Emergency department (ED) overcrowding is a concerning global health care issue, which is mainly caused by the uncertainty of patient arrivals, especially during the pandemic. Accurate forecasting of patient arrivals can allow health resource allocation in advance to reduce overcrowding. Currently, traditional data, such as historical patient visits, weather, holiday, and calendar, are primarily used to create forecasting models. However, data from an internet search engine (eg, Google) is less studied, although they can provide pivotal real-time surveillance information. The internet data can be employed to improve forecasting performance and provide early warning, especially during the epidemic. Moreover, possible nonlinearities between patient arrivals and these variables are often ignored.
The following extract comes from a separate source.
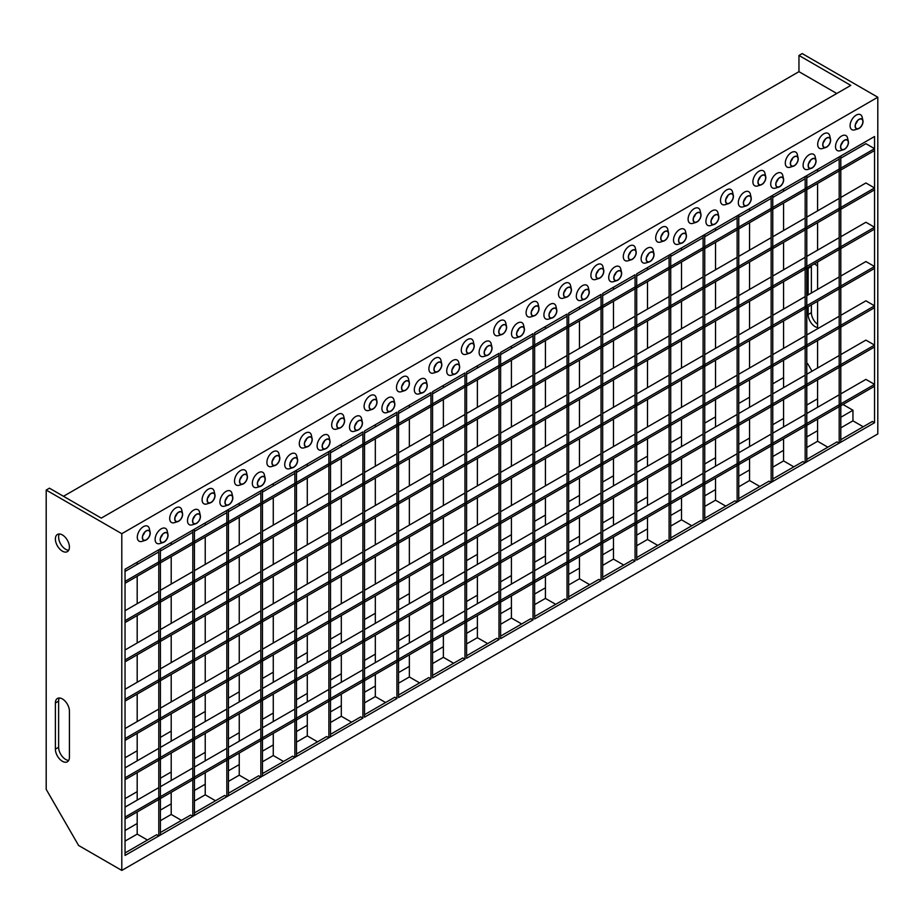 <?xml version="1.0" encoding="UTF-8"?>
<svg xmlns="http://www.w3.org/2000/svg" width="924" height="924" viewBox="0 0 924 924"><rect width="100%" height="100%" fill="white"/><g stroke="black" fill="none" stroke-linecap="round" stroke-linejoin="round"><path stroke-width="1.39" d="M328.886 451.559L330.515 450.623L330.515 736.821L328.886 737.756L328.886 451.559M307.288 464.021L307.288 466.204M307.288 478.054L307.288 505.486M307.288 517.336L307.288 544.779M307.288 556.618L307.288 584.06M307.288 595.899L307.288 623.342M307.288 635.192L307.288 662.624M307.288 674.474L307.288 701.905M307.288 713.755L307.288 735.885L317.544 741.81M296.488 753.972L326.726 736.509L328.886 737.756M294.872 471.194L296.488 470.258L296.488 756.467L294.872 757.403L294.872 471.194M273.273 458.905L273.273 459.575M273.273 483.668L273.273 485.851M273.273 497.701L273.273 525.132M273.273 536.983L273.273 564.414M273.273 576.264L273.273 603.695M273.273 615.546L273.273 642.977M273.273 654.827L273.273 682.259M273.273 694.109L273.273 721.552M273.273 733.39L273.273 755.532L283.529 761.457M262.474 773.607L292.712 756.155L294.872 757.403M260.845 490.84L262.474 489.905L262.474 776.102L260.845 777.038L260.845 490.84M258.685 480.457L258.685 479.787M239.247 503.303L239.247 505.486M239.247 517.336L239.247 544.767M239.247 556.618L239.247 584.06M239.247 595.899L239.247 623.342M239.247 635.181L239.247 662.624M239.247 674.474L239.247 701.905M239.247 713.755L239.247 741.187M239.247 753.037L239.247 775.167L249.515 781.092M228.447 793.254L258.685 775.79L260.845 777.038M226.83 510.475L228.447 509.54L228.447 795.749L226.83 796.684L226.83 510.475M226.288 499.168L226.288 498.498M205.232 522.949L205.232 525.132M205.232 536.983L205.232 564.414M205.232 576.264L205.232 603.695M205.232 615.546L205.232 642.977M205.232 654.827L205.232 682.259M205.232 694.109L205.232 721.552M205.232 733.39L205.232 760.833M205.232 772.672L205.232 794.813L215.488 800.738M194.433 812.901L224.671 795.437L226.83 796.684M192.816 530.122L194.433 529.186L194.433 815.384L192.816 816.319L192.816 530.122M171.206 542.584L171.206 544.767M171.206 556.618L171.206 584.06M171.206 595.899L171.206 623.342M171.206 635.181L171.206 662.624M171.206 674.474L171.206 701.905M171.206 713.755L171.206 741.187M171.206 753.037L171.206 780.468M171.206 792.318L171.206 814.448L181.474 820.373M160.406 832.536L190.644 815.072L192.816 816.319M158.789 549.757L160.406 548.821L160.406 835.03L158.789 835.966L158.789 549.757M137.191 562.231L137.191 564.414M137.191 576.264L137.191 603.695M137.191 615.546L137.191 642.977M137.191 654.827L137.191 682.259M137.191 694.109L137.191 721.552M137.191 733.39L137.191 760.833M137.191 772.672L137.191 800.115M137.191 811.953L137.191 834.095L147.447 840.02M125.04 852.956L156.63 834.719L158.789 835.966M669.091 255.14L670.709 254.204L670.709 540.413L669.091 541.348L669.091 255.14M647.493 255.313L647.493 255.994M647.493 267.613L647.493 269.796M647.493 281.647L647.493 309.078M647.493 320.928L647.493 348.36M647.493 360.21L647.493 387.641M647.493 399.491L647.493 426.923M647.493 438.773L647.493 466.204M647.493 478.054L647.493 505.497M647.493 517.336L647.493 539.477L657.749 545.403M636.694 557.553L666.932 540.101L669.091 541.348M703.106 235.505L704.735 234.569L704.735 520.766L703.106 521.702L703.106 235.505M681.508 247.967L681.508 250.15M681.508 262L681.508 289.431M681.508 301.282L681.508 328.725M681.508 340.563L681.508 368.006M681.508 379.845L681.508 407.288M681.508 419.138L681.508 446.569M681.508 458.419L681.508 485.851M681.508 497.701L681.508 519.831L691.764 525.756M670.709 537.918L700.946 520.455L703.106 521.702M737.133 215.858L738.75 214.922L738.75 501.131L737.133 502.067L737.133 215.858M715.534 228.332L715.534 230.515M715.534 242.354L715.534 269.796M715.534 281.647L715.534 309.078M715.534 320.928L715.534 348.36M715.534 360.21L715.534 387.641M715.534 399.491L715.534 426.923M715.534 438.773L715.534 466.216M715.534 478.054L715.534 500.196L725.79 506.121M704.735 518.272L734.973 500.82L737.133 502.067M771.147 196.223L772.764 195.287L772.764 481.485L771.147 482.42L771.147 196.223M749.549 208.685L749.549 210.868M749.549 222.719L749.549 250.15M749.549 262L749.549 289.431M749.549 301.282L749.549 328.725M749.549 340.563L749.549 368.006M749.549 379.845L749.549 407.288M749.549 419.138L749.549 446.569M749.549 458.419L749.549 480.549L759.805 486.474M738.75 498.637L768.987 481.173L771.147 482.42M125.04 701.12L874.554 268.399L874.554 266.528L125.04 699.249L125.04 701.12M125.04 689.281L158.789 669.796M160.406 668.861L192.816 650.149M194.433 649.214L226.83 630.514M228.447 629.579L260.845 610.868M262.474 609.932L294.872 591.221M296.488 590.297L328.886 571.586M330.515 570.651L362.913 551.94M364.53 551.004L396.927 532.305M398.544 531.369L430.954 512.658M432.571 511.723L464.968 493.023M466.585 492.088L498.995 473.377M500.612 472.441L533.009 453.742M534.626 452.806L567.036 434.095M568.653 433.16L601.05 414.46M602.667 413.525L635.065 394.814M636.694 393.878L669.091 375.179M670.709 374.243L703.106 355.532M704.735 354.597L737.133 335.886M738.75 334.95L771.147 316.251M772.764 315.315L805.174 296.604M806.791 295.668L839.188 276.969M840.805 276.033L865.915 261.538L874.554 266.528M125.04 740.413L874.554 307.68L874.554 305.809L125.04 738.542L125.04 740.413M125.04 728.562L158.789 709.078M160.406 708.142L192.816 689.431M194.433 688.495L226.83 669.796M228.447 668.861L260.845 650.149M262.474 649.214L294.872 630.514M296.488 629.579L328.886 610.868M330.515 609.932L362.913 591.233M364.53 590.297L396.927 571.586M398.544 570.651L430.954 551.94M432.571 551.004L464.968 532.305M466.585 531.369L498.995 512.658M500.612 511.723L533.009 493.023M534.626 492.088L567.036 473.377M568.653 472.441L601.05 453.742M602.667 452.806L635.065 434.095M636.694 433.16L669.091 414.46M670.709 413.525L703.106 394.814M704.735 393.878L737.133 375.179M738.75 374.243L771.147 355.532M772.764 354.597L805.174 335.886M806.791 334.962L839.188 316.251M840.805 315.315L865.915 300.82L874.554 305.809M125.04 779.694L874.554 346.962L874.554 345.091L125.04 777.823L125.04 779.694M125.04 767.844L158.789 748.359M160.406 747.424L192.816 728.713M194.433 727.777L226.83 709.078M228.447 708.142L260.845 689.431M262.474 688.495L294.872 669.796M296.488 668.861L328.886 650.149M330.515 649.214L362.913 630.514M364.53 629.579L396.927 610.868M398.544 609.932L430.954 591.233M432.571 590.297L464.968 571.586M466.585 570.651L498.995 551.951M500.612 551.016L533.009 532.305M534.626 531.369L567.036 512.658M568.653 511.723L601.05 493.023M602.667 492.088L635.065 473.377M636.694 472.441L669.091 453.742M670.709 452.806L703.106 434.095M704.735 433.16L737.133 414.46M738.75 413.525L771.147 394.814M772.764 393.878L805.174 375.179M806.791 374.243L839.188 355.532M840.805 354.597L865.915 340.101L874.554 345.091M125.04 818.976L874.554 386.244L874.554 384.372L125.04 817.105L125.04 818.976M125.04 807.126L158.789 787.641M160.406 786.705L192.816 768.006M194.433 767.07L226.83 748.359M228.447 747.424L260.845 728.713M262.474 727.777L294.872 709.078M296.488 708.142L328.886 689.431M330.515 688.495L362.913 669.796M364.53 668.861L396.927 650.149M398.544 649.214L430.954 630.514M432.571 629.579L464.968 610.868M466.585 609.932L498.995 591.233M500.612 590.297L533.009 571.586M534.626 570.651L567.036 551.951M568.653 551.016L601.05 532.305M602.667 531.369L635.065 512.658M636.694 511.723L669.091 493.023M670.709 492.088L703.106 473.377M704.735 472.441L737.133 453.742M738.75 452.806L771.147 434.095M772.764 433.16L805.174 414.46M806.791 413.525L839.188 394.814M840.805 393.878L865.915 379.383L874.554 384.372M125.04 661.838L874.554 229.106L874.554 227.235L125.04 659.967L125.04 661.838M125.04 649.999L158.789 630.514M160.406 629.579L192.816 610.868M194.433 609.932L226.83 591.221M228.447 590.286L260.845 571.586M262.474 570.651L294.872 551.94M296.488 551.004L328.886 532.305M330.515 531.369L362.913 512.658M364.53 511.723L396.927 493.023M398.544 492.088L430.954 473.377M432.571 472.441L464.968 453.742M466.585 452.806L498.995 434.095M500.612 433.16L533.009 414.46M534.626 413.525L567.036 394.814M568.653 393.878L601.05 375.167M602.667 374.232L635.065 355.532M636.694 354.597L669.091 335.886M670.709 334.95L703.106 316.251M704.735 315.315L737.133 296.604M738.75 295.668L771.147 276.969M772.764 276.033L805.174 257.322M806.791 256.387L839.188 237.687M840.805 236.752L865.915 222.257L874.554 227.235M125.04 622.557L874.554 189.824L874.554 187.953L125.04 620.685L125.04 622.557M125.04 610.706L158.789 591.221M160.406 590.286L192.816 571.586M194.433 570.651L226.83 551.94M228.447 551.004L260.845 532.305M262.474 531.369L294.872 512.658M296.488 511.723L328.886 493.023M330.515 492.088L362.913 473.377M364.53 472.441L396.927 453.742M398.544 452.806L430.954 434.095M432.571 433.16L464.968 414.46M466.585 413.525L498.995 394.814M500.612 393.878L533.009 375.167M534.626 374.232L567.036 355.532M568.653 354.597L601.05 335.886M602.667 334.95L635.065 316.251M636.694 315.315L669.091 296.604M670.709 295.668L703.106 276.969M704.735 276.033L737.133 257.322M738.75 256.387L771.147 237.687M772.764 236.752L805.174 218.041M806.791 217.105L839.188 198.406M840.805 197.47L865.915 182.964L874.554 187.953M125.04 583.275L874.554 150.543L874.554 148.672L125.04 581.404L125.04 583.275M125.04 571.425L158.789 551.94M160.406 551.004L192.816 532.305M194.433 531.369L226.83 512.658M228.447 511.723L260.845 493.023M262.474 492.088L294.872 473.377M296.488 472.441L328.886 453.742M330.515 452.806L362.913 434.095M364.53 433.16L396.927 414.449M398.544 413.513L430.954 394.814M432.571 393.878L464.968 375.167M466.585 374.232L498.995 355.532M500.612 354.597L533.009 335.886M534.626 334.95L567.036 316.251M568.653 315.315L601.05 296.604M602.667 295.668L635.065 276.969M636.694 276.033L669.091 257.322M670.709 256.387L703.106 237.687M704.735 236.752L737.133 218.041M738.75 217.105L771.147 198.394M772.764 197.47L805.174 178.759M806.791 177.824L839.188 159.113M840.805 158.177L865.915 143.682L874.554 148.672M805.174 176.576L806.791 175.641L806.791 461.85L805.174 462.785L805.174 176.576M783.575 189.05L783.575 191.233M783.575 203.072L783.575 230.515M783.575 242.365L783.575 269.796M783.575 281.647L783.575 309.078M783.575 320.928L783.575 348.36M783.575 360.21L783.575 387.641M783.575 399.491L783.575 426.923M783.575 438.773L783.575 460.914L793.832 466.839M772.764 478.99L803.014 461.538L805.174 462.785M839.188 156.93L840.805 155.994L840.805 442.203L839.188 443.139L839.188 156.93M817.59 169.404L817.59 171.587M817.59 183.437L817.59 210.868M817.59 222.719L817.59 250.15M817.59 262L817.59 289.443M817.59 301.282L817.59 328.725M817.59 340.563L817.59 368.006M817.59 379.856L817.59 407.288M817.59 419.138L817.59 441.268L827.846 447.193M806.791 459.355L837.029 441.891L839.188 443.139M164.102 541.914A5.348 3.084 120 0 0 167.59 537.202A5.348 3.084 120 0 0 166.782 532.917A5.348 3.084 120 0 0 164.102 533.183A5.348 3.084 120 0 0 160.614 537.895A5.348 3.084 120 0 0 161.434 542.18A5.348 3.084 120 0 0 164.102 541.914M160.695 537.629A5.348 3.084 120 0 0 162.462 534.557M164.102 532.998A5.579 3.222 120 0 0 160.187 539.304A5.579 3.222 120 0 0 163.213 542.504A5.579 3.222 120 0 0 164.102 542.111A5.579 3.222 120 0 0 167.949 534.303A5.579 3.222 120 0 0 164.102 532.998M167.949 534.303L167.175 530.861A8.639 4.99 120 0 0 161.215 528.84A8.639 4.99 120 0 0 155.151 538.588A8.639 4.99 120 0 0 159.84 543.555L163.213 542.504M196.5 523.215A5.348 3.084 120 0 0 200 518.503A5.348 3.084 120 0 0 199.18 514.218A5.348 3.084 120 0 0 196.5 514.483A5.348 3.084 120 0 0 193.012 519.196A5.348 3.084 120 0 0 193.832 523.481A5.348 3.084 120 0 0 196.5 523.215M193.093 518.918A5.348 3.084 120 0 0 194.872 515.858M196.5 514.287A5.579 3.222 120 0 0 192.585 520.593A5.579 3.222 120 0 0 195.611 523.804A5.579 3.222 120 0 0 196.5 523.4A5.579 3.222 120 0 0 200.346 515.604A5.579 3.222 120 0 0 196.5 514.287M200.346 515.604L199.572 512.162A8.639 4.99 120 0 0 193.624 510.129A8.639 4.99 120 0 0 187.549 519.889A8.639 4.99 120 0 0 192.25 524.844L195.611 523.804M228.898 504.504A5.348 3.084 120 0 0 232.398 499.792A5.348 3.084 120 0 0 231.578 495.507A5.348 3.084 120 0 0 228.898 495.772A5.348 3.084 120 0 0 225.41 500.485A5.348 3.084 120 0 0 226.23 504.77A5.348 3.084 120 0 0 228.898 504.504M225.491 500.219A5.348 3.084 120 0 0 227.269 497.147M228.898 495.576A5.579 3.222 120 0 0 224.982 501.882A5.579 3.222 120 0 0 228.02 505.093A5.579 3.222 120 0 0 228.898 504.7A5.579 3.222 120 0 0 232.744 496.893A5.579 3.222 120 0 0 228.898 495.576M232.744 496.893L231.97 493.451A8.639 4.99 120 0 0 226.022 491.418A8.639 4.99 120 0 0 219.947 501.178A8.639 4.99 120 0 0 224.648 506.144L228.02 505.093M261.307 485.793A5.348 3.084 120 0 0 264.795 481.092A5.348 3.084 120 0 0 263.975 476.807A5.348 3.084 120 0 0 261.307 477.073A5.348 3.084 120 0 0 257.808 481.774A5.348 3.084 120 0 0 258.628 486.059A5.348 3.084 120 0 0 261.307 485.793M257.9 481.508A5.348 3.084 120 0 0 259.667 478.447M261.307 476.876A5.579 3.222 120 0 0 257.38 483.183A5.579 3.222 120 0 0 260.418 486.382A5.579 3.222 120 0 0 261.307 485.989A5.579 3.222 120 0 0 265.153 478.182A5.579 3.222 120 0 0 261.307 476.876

This study aims to develop an intelligent forecasting system with machine learning models and internet search index to provide an accurate prediction of ED patient arrivals, to verify the effectiveness of the internet search index, and to explore whether nonlinear models can improve the forecasting accuracy.
Data on ED patient arrivals were collected from July 12, 2009, to June 27, 2010, the period of the 2009 H1N1 pandemic. These included 139,910 ED visits in our collaborative hospital, which is one of the biggest public hospitals in Hong Kong. Traditional data were also collected during the same period. The internet search index was generated from 268 search queries on Google to comprehensively capture the information about potential patients. The relationship between the index and patient arrivals was verified by Pearson correlation coefficient, Johansen cointegration, and Granger causality. Linear and nonlinear models were then developed with the internet search index to predict patient arrivals. The accuracy and robustness were also examined.
All models could accurately predict patient arrivals. The causality test indicated internet search index as a strong predictor of ED patient arrivals. With the internet search index, the mean absolute percentage error (MAPE) and the root mean square error (RMSE) of the linear model reduced from 5.3% to 5.0% and from 24.44 to 23.18, respectively, whereas the MAPE and RMSE of the nonlinear model decreased even more, from 3.5% to 3% and from 16.72 to 14.55, respectively. Compared with each other, the experimental results revealed that the forecasting system with extreme learning machine, as well as the internet search index, had the best performance in both forecasting accuracy and robustness analysis.
The proposed forecasting system can make accurate, real-time prediction of ED patient arrivals. Compared with the static traditional variables, the internet search index significantly improves forecasting as a reliable predictor monitoring continuous behavior trend and sudden changes during the epidemic (P=.002). The nonlinear model performs better than the linear counterparts by capturing the dynamic relationship between the index and patient arrivals. Thus, the system can facilitate staff planning and workflow monitoring.
急诊科过度拥挤是一个令人担忧的全球医疗保健问题,主要由患者就诊的不确定性导致,尤其是在疫情期间。准确预测患者就诊人数可以提前进行卫生资源分配,以减少过度拥挤。目前,传统数据,如历史患者就诊记录、天气、节假日和日历等,主要用于创建预测模型。然而,来自互联网搜索引擎(如谷歌)的数据虽然可以提供关键的实时监测信息,但却较少被研究。互联网数据可用于提高预测性能并提供早期预警,尤其是在疫情期间。此外,患者就诊人数与这些变量之间可能存在的非线性关系常常被忽视。
本研究旨在开发一个基于机器学习模型和互联网搜索指数的智能预测系统,以准确预测急诊科患者就诊人数;验证互联网搜索指数的有效性;并探索非线性模型是否可以提高预测准确性。
收集了2009年7月12日至2010年6月27日(2009年甲型H1N1流感大流行期间)急诊科患者就诊的数据。这些数据包括我们合作医院的139910次急诊科就诊记录,该医院是香港最大的公立医院之一。同时也收集了同期的传统数据。互联网搜索指数由谷歌上268个搜索查询生成,以全面捕捉潜在患者信息。通过皮尔逊相关系数、约翰森协整检验和格兰杰因果检验来验证该指数与患者就诊人数之间的关系。然后利用互联网搜索指数开发线性和非线性模型来预测患者就诊人数,并检验其准确性和稳健性。
所有模型都能准确预测患者就诊人数。因果检验表明互联网搜索指数是急诊科患者就诊人数强有力的预测指标。加入互联网搜索指数后线性模型平均绝对百分比误差(MAPE)从5.3%降至5.0%,均方根误差(RMSE)从24.44降至23.18;而非线性模型的MAPE和RMSE下降得更多,分别从3.5%降至3%以及从16.72降至14.55。相互比较后实验结果表明,具有极限学习机和互联网搜索指数的预测系统在预测准确性和稳健性分析方面均表现最佳。
所提出的预测系统能够对急诊科患者就诊人数进行准确实时预测。与静态传统变量相比,互联网搜索指数作为一个可靠预测指标,能显著改善预测效果,监测疫情期间的持续行为趋势和突发变化(P=0.002)。非线性模型通过捕捉指数与患者就诊人数之间的动态关系,比线性模型表现更好。因此,该系统有助于人员规划和工作流程监测。